La melodía fiel de la conversación
La hermana mayor de un amigo de los primeros años de adolescencia era fanática de Queen. Ella seguía la carrera del grupo inglés con entusiasmo, compraba los casetes que se editaban, con un poco de retraso, en el país y traducía para nosotros las letras de las canciones, cuyo significado en mi mente guardaban otro significado oculto al que no se podía acceder. Pero ella no le daba una importancia especial a las letras, en parte porque todo aquello vinculado con Queen era en realidad significativo: no solo las letras sino también la vestimenta de los músicos, los peinados, el mostacho de Freddie Mercury, el arte de tapa de los discos y la historia de la composición de los diez u once temas de cada álbum. Si Brian May y Roger Taylor hubieran nacido en la Argentina, ella hubiera estado al tanto de sus comidas favoritas, del nombre de las mascotas e incluso de sus números de documento.
Como yo, Patricia compraba la revista Pelo y cualquier otra revista en la que Queen (o Mercury, micrófono en mano, al lado de May con gesto electrizado) apareciera en la tapa. Cuando pasaban dos semanas y estaba segura de que nadie en su casa había dejado de hojear la publicación, recortaba las fotos y las pegaba en un cuaderno en el que hacía anotaciones. Algunos de esos escritos se asemejaban a notas periodísticas que ella hubiera escrito sobre el grupo si hubiera seguido los pasos de una gira y mencionaban la fuente original (es decir, tal o cual número de Pelo), pero muchas eran descripciones detalladas de la imagen o una anécdota o un recuerdo personal asociado a la imagen. Las podíamos leer si jurábamos mantener el secreto.
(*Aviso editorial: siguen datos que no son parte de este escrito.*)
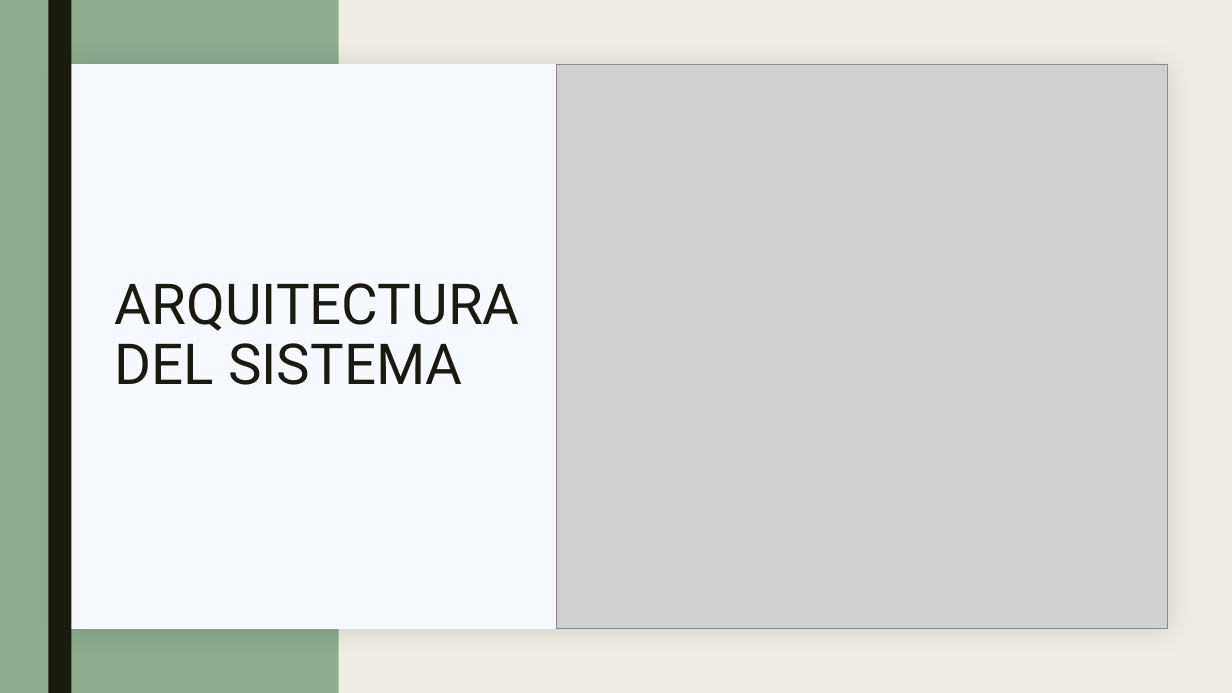
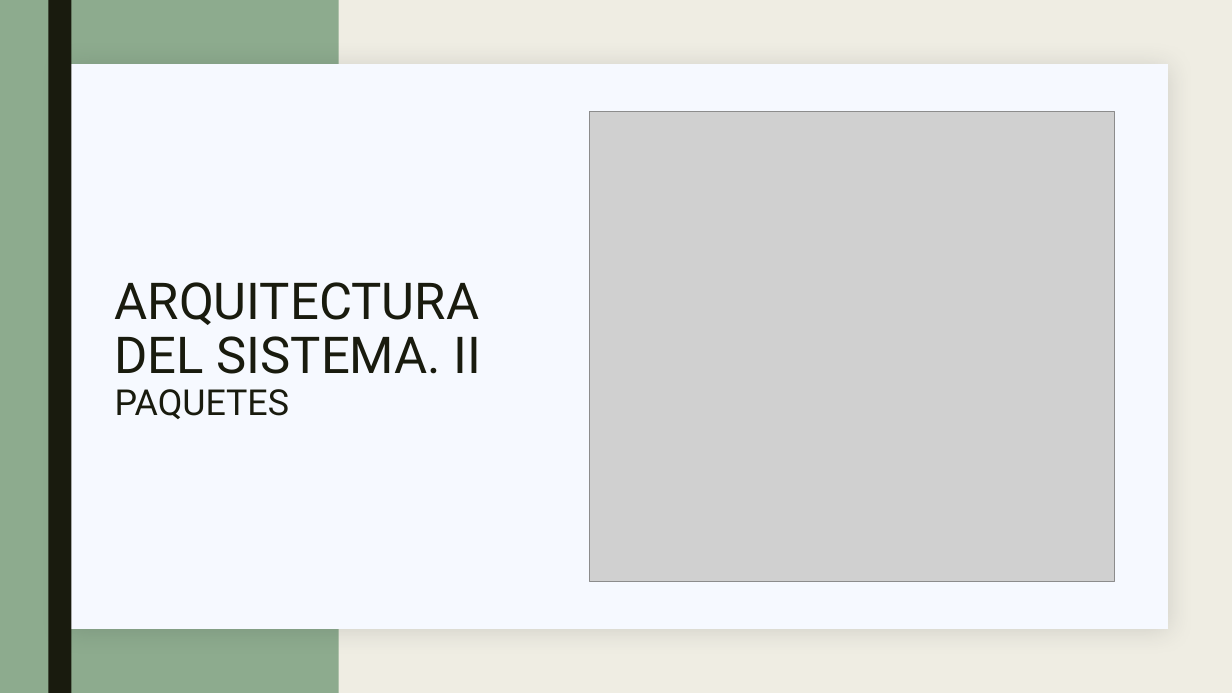
Before and after one commit to golmenero/tfg_inmobiliaria, a slide deck: slide 14 of MATERIAL/Defensa/Presentación.pptx (slide 7 before the commit). Drawn at 1232x693 pixels with LibreOffice and Linux fonts; fonts in the diff are those of the drawing; grey boxes stand for pictures; background and template pictures are left out. Boxes give left, top, right and bottom in pixels: in the first picture for what was removed or moved away, otherwise in the second. Text is boxed around its words. In the diff, an @@ line names an element or a change of style, - is before the commit and + after.

```diff
--- a/MATERIAL/Defensa/Presentación.pptx
+++ b/MATERIAL/Defensa/Presentación.pptx
@@ picture: place and size @@
-picture at <box>556,64,1168,628</box>
+picture at <box>590,112,1115,581</box>
@@ title at <box>115,282,482,419</box>: text changed; size 44 to 39.6 pt @@
-ARQUITECTURA DEL SISTEMA
+ARQUITECTURA DEL SISTEMA. II
+PAQUETES
```
Also in this commit, not shown: 7 other slides changed, 16 slides added, 6 slides removed, 5 other files.

Corría la segunda mitad de los años setenta y el rock no estaba muy bien visto en el barrio, ni siquiera por nuestros padres, que amaban la música y (créase o no) compraban un disco por quincena. Antes de que pudiéramos juntar el dinero para comprar el casete original en una disquería de Liniers, pasábamos las tardes con los grabadores listos para capturar una canción de la radio. Ella nos había explicado que los locutores de las emisoras habían sido entrenados por representantes de las compañías discográficas para hablar encima de los temas y arruinar con sus voces de laboratorio las grabaciones de personas como nosotros.
El pelo largo, la ropa ajustada y los movimientos provocativos estaban mal vistos. Escuchar música en la vereda, sobre todo si ya había oscurecido, era peligroso. Mi amigo y yo recién estábamos en el primer año de secundaria y manteníamos un aspecto infantil para los ojos detrás de los policías que patrullaban las calles, pero Patricia se quedaba dentro de la casa, en el cuarto donde había pegado pósteres, a solas con sus cuadernos de Queen. No estábamos seguros de cuál de los integrantes del grupo le gustaba más.
Cualquiera de nuestras preferencias musicales, comparadas con Queen, le parecía ridícula. Tal vez ella fue la primera fan que conocí en mi vida, y no me disgustaba. Aunque también yo leía revistas y columnas de periodistas de rock, no tenía mucho talento para rebatir sus argumentos y defender los míos. Escuchándola hablar de A Night at the Opera, la luz de la tarde perdía intensidad y el brillo empezaba a irradiar de las palabras que decíamos. Un día nos confesó que lagrimeaba siempre que escuchaba "You’re My Best Friend". Con su hermano le decíamos "Queen Patricia" e imitábamos las voces en falsete del cantante para pedirle que nos prestara casetes vírgenes, revistas o un poco de atención.
Mientras los días pasaban y sin que nos diéramos cuenta, con la banda de sonido de la época bien sintonizada, aquellas discusiones sobre mensajes cifrados en letras de canciones o acerca del arte de tapa de los álbumes de Queen (irrecuperable en el tamaño de los casetes), aquellos debates sobre fotos, notas de revistas e ídolos transitorios y perennes nos ayudaban a perfeccionar un gusto por la conversación que, como una melodía fiel, no nos abandonaría nunca.